Theo und Avery zusammen waren wirklich süß und ich finde es gut, dass ihre Gefühle langsam entstanden sind und nicht zu übereilt. Allerdings war mir bereits ab dem ersten Kapitel aus Theos Sicht eine Tatsache bewusst, die sich auch in bewahrheitet hat und so die Geschichte doch sehr voraussehbar macht.

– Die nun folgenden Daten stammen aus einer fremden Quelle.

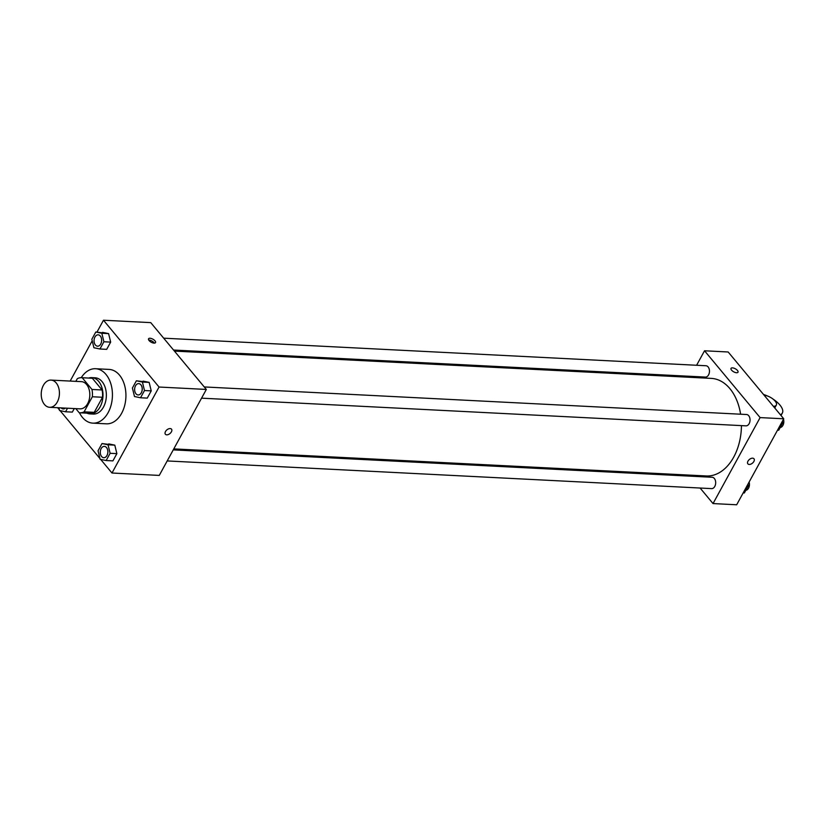 <?xml version="1.0" encoding="UTF-8"?>
<svg xmlns="http://www.w3.org/2000/svg" width="825" height="825" viewBox="0 0 825 825"><rect width="100%" height="100%" fill="white"/><g stroke="black" fill="none" stroke-linecap="round" stroke-linejoin="round"><path stroke-width="1.24" d="M56.213 382.955A13.623 9.085 92.9 0 1 58.75 398.331A13.623 9.085 92.9 0 1 49.634 407.302A13.623 9.085 92.9 0 1 41.25 393.236A13.623 9.085 92.9 0 1 51.016 380.098A13.623 9.085 92.9 0 1 56.213 382.955M51.016 380.098L81.407 381.645A13.623 9.085 92.9 0 1 86.604 384.502A13.623 9.085 92.9 0 1 89.141 399.877A13.623 9.085 92.9 0 1 80.025 408.849L49.634 407.302M102.094 389.978A17.583 11.736 92.9 0 1 102.506 397.268L94.246 412.345L84.119 411.83L92.369 396.753A17.583 11.736 92.9 0 0 91.967 389.462L102.094 389.978L92.348 378.262A17.583 11.736 92.9 0 0 91.74 378.201L81.613 377.695A17.583 11.736 92.9 0 0 77.323 378.665L75.838 381.356M75.797 408.633L79.221 412.748A17.583 11.736 92.9 0 0 79.829 412.799A17.583 11.736 92.9 0 0 84.119 411.83M91.967 389.462L82.222 377.747A17.583 11.736 92.9 0 0 81.613 377.695M102.506 397.268L92.369 396.753M92.348 378.262L82.222 377.747M94.246 412.345A17.583 11.736 92.9 0 1 89.956 413.315L79.829 412.799M86.914 413.16A18.16 12.117 -87.1 0 0 89.925 413.903A18.16 12.117 -87.1 0 0 100.114 406.9A18.16 12.117 -87.1 0 0 102.052 388.059A18.16 12.117 -87.1 0 0 91.771 377.623A18.16 12.117 -87.1 0 0 88.708 378.056M91.771 377.623L95.143 377.798A18.16 12.117 92.9 0 1 102.073 381.604A18.16 12.117 92.9 0 1 103.486 407.065A18.16 12.117 92.9 0 1 93.308 414.067L89.925 413.903M81.242 377.685A27.246 18.181 92.9 0 1 95.607 368.723A27.246 18.181 92.9 0 1 105.992 374.437A27.246 18.181 92.9 0 1 111.076 405.199A27.246 18.181 92.9 0 1 92.843 423.142A27.246 18.181 92.9 0 1 79.458 412.778M95.607 368.723L109.117 369.414A27.246 18.181 92.9 0 1 119.501 375.127A27.246 18.181 92.9 0 1 124.575 405.879A27.246 18.181 92.9 0 1 106.353 423.823L92.843 423.142M106.157 460.536L112.912 460.876L116.872 453.637L114.799 445.149L102.011 443.551L98.051 450.79L100.124 459.288L106.157 460.536L110.117 453.296L108.044 444.809L102.011 443.551M72.332 412.108L74.281 408.561L72.332 412.108L65.577 411.768L67.526 408.21M57.657 407.715L59.359 409.757M60.081 410.623L99.938 458.535M100.66 459.391L111.983 473.014L159.06 387.038L103.476 320.224L96.989 332.083M92.214 340.797L70.166 381.078M140.518 397.774L147.273 398.114L151.233 390.875L149.16 382.387L136.373 380.789L132.412 388.028L134.485 396.516L140.518 397.774L144.478 390.534L142.416 382.037L136.373 380.789M99.949 348.996L106.693 349.346L110.663 342.107L108.591 333.609L95.803 332.021L91.843 339.261L93.906 347.748L99.949 348.996L103.909 341.756L101.836 333.269L95.803 332.021M111.983 473.014L159.266 475.417L206.333 389.441L159.06 387.038M170.167 428.567A3.97 2.392 -39.8 0 1 171.497 429.155A3.97 2.392 -39.8 0 1 169.981 433.537A3.97 2.392 -39.8 0 1 165.392 434.239A3.97 2.392 -39.8 0 1 166.103 430.66A3.97 2.392 -39.8 0 1 170.167 428.567M206.333 389.441L150.748 322.627L103.476 320.224M154.987 340.838A3.97 1.732 -151.3 0 1 155.523 342.602A3.97 1.732 -151.3 0 1 151.202 342.21A3.97 1.732 -151.3 0 1 148.552 338.786A3.97 1.732 -151.3 0 1 151.377 338.528A3.97 1.732 -151.3 0 1 154.987 340.838M148.737 340.055A3.97 1.732 -151.3 0 1 153.997 342.643A3.97 1.732 -151.3 0 1 154.347 343.128M171.497 429.155A3.97 2.392 -39.8 0 1 169.981 433.537A3.97 2.392 -39.8 0 1 165.392 434.239M174.436 351.099L711.263 378.386A48.85 32.608 92.9 0 1 729.888 388.627A48.85 32.608 92.9 0 1 740.602 414.212M741.438 425.618A48.85 32.608 92.9 0 1 706.303 475.963L173.786 448.893M173.559 350.037L705.396 377.077A5.672 3.785 -87.1 0 0 709.459 371.601A5.672 3.785 -87.1 0 0 705.963 365.743L163.68 338.178M173.24 449.883L712.181 477.273A5.672 3.785 92.9 0 1 714.347 478.469A5.672 3.785 92.9 0 1 715.399 484.873A5.672 3.785 92.9 0 1 711.604 488.617L167.186 460.938M204.26 386.946L746.542 414.511A5.672 3.785 92.9 0 1 748.708 415.707A5.672 3.785 92.9 0 1 749.76 422.111A5.672 3.785 92.9 0 1 745.965 425.844L201.558 398.166M783.75 418.791L736.673 504.776L713.037 503.57L700.105 488.029L713.037 503.57L760.114 417.594L704.529 350.78L696.599 365.269L704.529 350.78L728.166 351.986L783.75 418.791L760.114 417.594L704.529 350.78M690.546 376.324L690.009 377.303L690.546 376.324M689.36 475.107L690.236 476.159L689.36 475.107M100.32 336.033A5.672 3.785 92.9 0 1 101.382 342.437A5.672 3.785 92.9 0 1 97.587 346.18A5.672 3.785 92.9 0 1 97.567 346.18A5.672 3.785 92.9 0 1 94.06 340.312A5.672 3.785 92.9 0 1 98.134 334.837A5.672 3.785 92.9 0 1 98.165 334.837A5.672 3.785 92.9 0 1 100.32 336.033M106.693 349.346L110.663 342.107L103.909 341.756M110.663 342.107L108.591 333.609L101.836 333.269M108.591 333.609L102.558 332.362M98.165 334.837L98.134 334.837A5.672 3.785 92.9 0 1 100.299 336.033A5.672 3.785 92.9 0 1 101.351 342.437A5.672 3.785 92.9 0 1 97.556 346.18L97.587 346.18M58.874 407.777L59.544 410.51L65.577 411.768M65.361 408.107A5.672 3.785 92.9 0 1 63.226 408.942A5.672 3.785 92.9 0 1 63.205 408.942A5.672 3.785 92.9 0 1 61.153 407.89M65.33 408.107A5.672 3.785 92.9 0 1 63.195 408.942L63.195 408.942M140.9 384.801A5.672 3.785 92.9 0 1 141.962 391.205A5.672 3.785 92.9 0 1 138.157 394.948A5.672 3.785 92.9 0 1 138.146 394.948A5.672 3.785 92.9 0 1 134.64 389.091A5.672 3.785 92.9 0 1 138.713 383.615A5.672 3.785 92.9 0 1 138.734 383.615A5.672 3.785 92.9 0 1 140.9 384.801M147.273 398.114L151.233 390.875L144.478 390.534M151.233 390.875L149.16 382.387L142.416 382.037M149.16 382.387L143.127 381.129M138.734 383.615L138.713 383.615A5.672 3.785 92.9 0 1 140.869 384.801A5.672 3.785 92.9 0 1 141.931 391.205A5.672 3.785 92.9 0 1 138.136 394.948L138.136 394.948M104.373 446.377L104.342 446.377A5.672 3.785 92.9 0 1 106.508 447.562A5.672 3.785 92.9 0 1 107.59 453.977A5.672 3.785 92.9 0 1 103.795 457.71A5.672 3.785 92.9 0 1 103.785 457.71A5.672 3.785 92.9 0 1 100.279 451.853A5.672 3.785 92.9 0 1 104.342 446.377A5.672 3.785 92.9 0 1 104.373 446.377A5.672 3.785 92.9 0 1 106.538 447.562A5.672 3.785 92.9 0 1 107.57 453.977A5.672 3.785 92.9 0 1 103.775 457.71L103.775 457.71M112.912 460.876L116.872 453.637L110.117 453.296M116.872 453.637L114.799 445.149L108.044 444.809M114.799 445.149L108.766 443.902M740.221 366.465L739.499 365.609M780.79 415.243L780.079 414.377M777.532 430.155L778.717 430.217L782.678 422.978L782.306 421.431M782.678 422.978L781.492 422.916M783.472 419.306A5.672 3.785 92.9 0 1 780.182 427.546M743.17 492.917L744.356 492.979L748.316 485.739L747.945 484.203M748.316 485.739L747.13 485.677M749.1 482.078A5.672 3.785 92.9 0 1 745.81 490.318M737.993 372.209A3.97 1.732 -151.3 0 1 736.539 372.735A3.97 1.732 -151.3 0 1 732.487 371.033A3.97 1.732 -151.3 0 1 731.033 368.393A3.97 1.732 -151.3 0 1 735.343 368.785A3.97 1.732 -151.3 0 1 737.993 372.209A3.97 1.732 28.7 0 0 735.343 368.785A3.97 1.732 28.7 0 0 731.022 368.393M747.873 463.846A3.97 2.392 140.2 0 0 750.822 464.135A3.97 2.392 140.2 0 0 753.875 461.464A3.97 2.392 -39.8 0 1 750.822 464.145A3.97 2.392 -39.8 0 1 747.873 463.856A3.97 2.392 -39.8 0 1 749.389 459.473A3.97 2.392 -39.8 0 1 753.978 458.772A3.97 2.392 -39.8 0 1 753.885 461.464A3.97 2.392 140.2 0 0 753.978 458.772M713.037 503.57L760.114 417.594M763.507 394.463A18.16 7.93 -151.3 0 1 767.477 396M772.85 398.949A18.16 7.93 -151.3 0 1 782.337 413.057A18.16 7.93 -151.3 0 1 780.646 414.645M764.125 395.206A9.085 3.97 -151.3 0 1 775.129 401.094A9.085 3.97 -151.3 0 1 776.335 405.106A9.085 3.97 -151.3 0 1 773.376 406.323M776.335 405.106L774.757 407.993M781.007 415.491L782.337 413.057"/></g></svg>

Auch hatte ich das Gefühl, dass man in dem Buch versucht hat mehrere Probleme auf einmal zu behandeln um diesen mehr Inhalt zu geben. Mir persönlich war es jedoch zu viel, stattdessen hätte man sich auf eine Hauptprobelmatik - Averys Unfall oder die anderen Umstände - fokussieren sollen, da es so erzwungen wirkte. Was mir ebenfalls aufgefallen ist, ist dass besonders ein Charakter in meinen Augen 'unnötigerweise' mehr in den Fokus genommen wurde. Vielleicht, um Theorien im Kopf des Lesers hervorzurufen, jedoch in meinen Augen überflüssig. Es wirkte, als sei sich die Autorin nicht sicher, ob sie dem Charakter nun einen höheren Stellenwert geben will oder nicht, auch wenn diese für eine bestimmte Wendung notwendig gewesen ist. Was ich ebenfalls schade fand war die Übermittlung von Emotionen. Bei mir kamen sie nicht wirklich an, bis auf die letzten Kapitel, wo ich das Knistern und die Gefühle stark empfinden konnte. Was unter anderem auch damit zusammenhängen könnte, dass manche Szenen zu kurz und somit zu oberflächlich wirkten. Schade.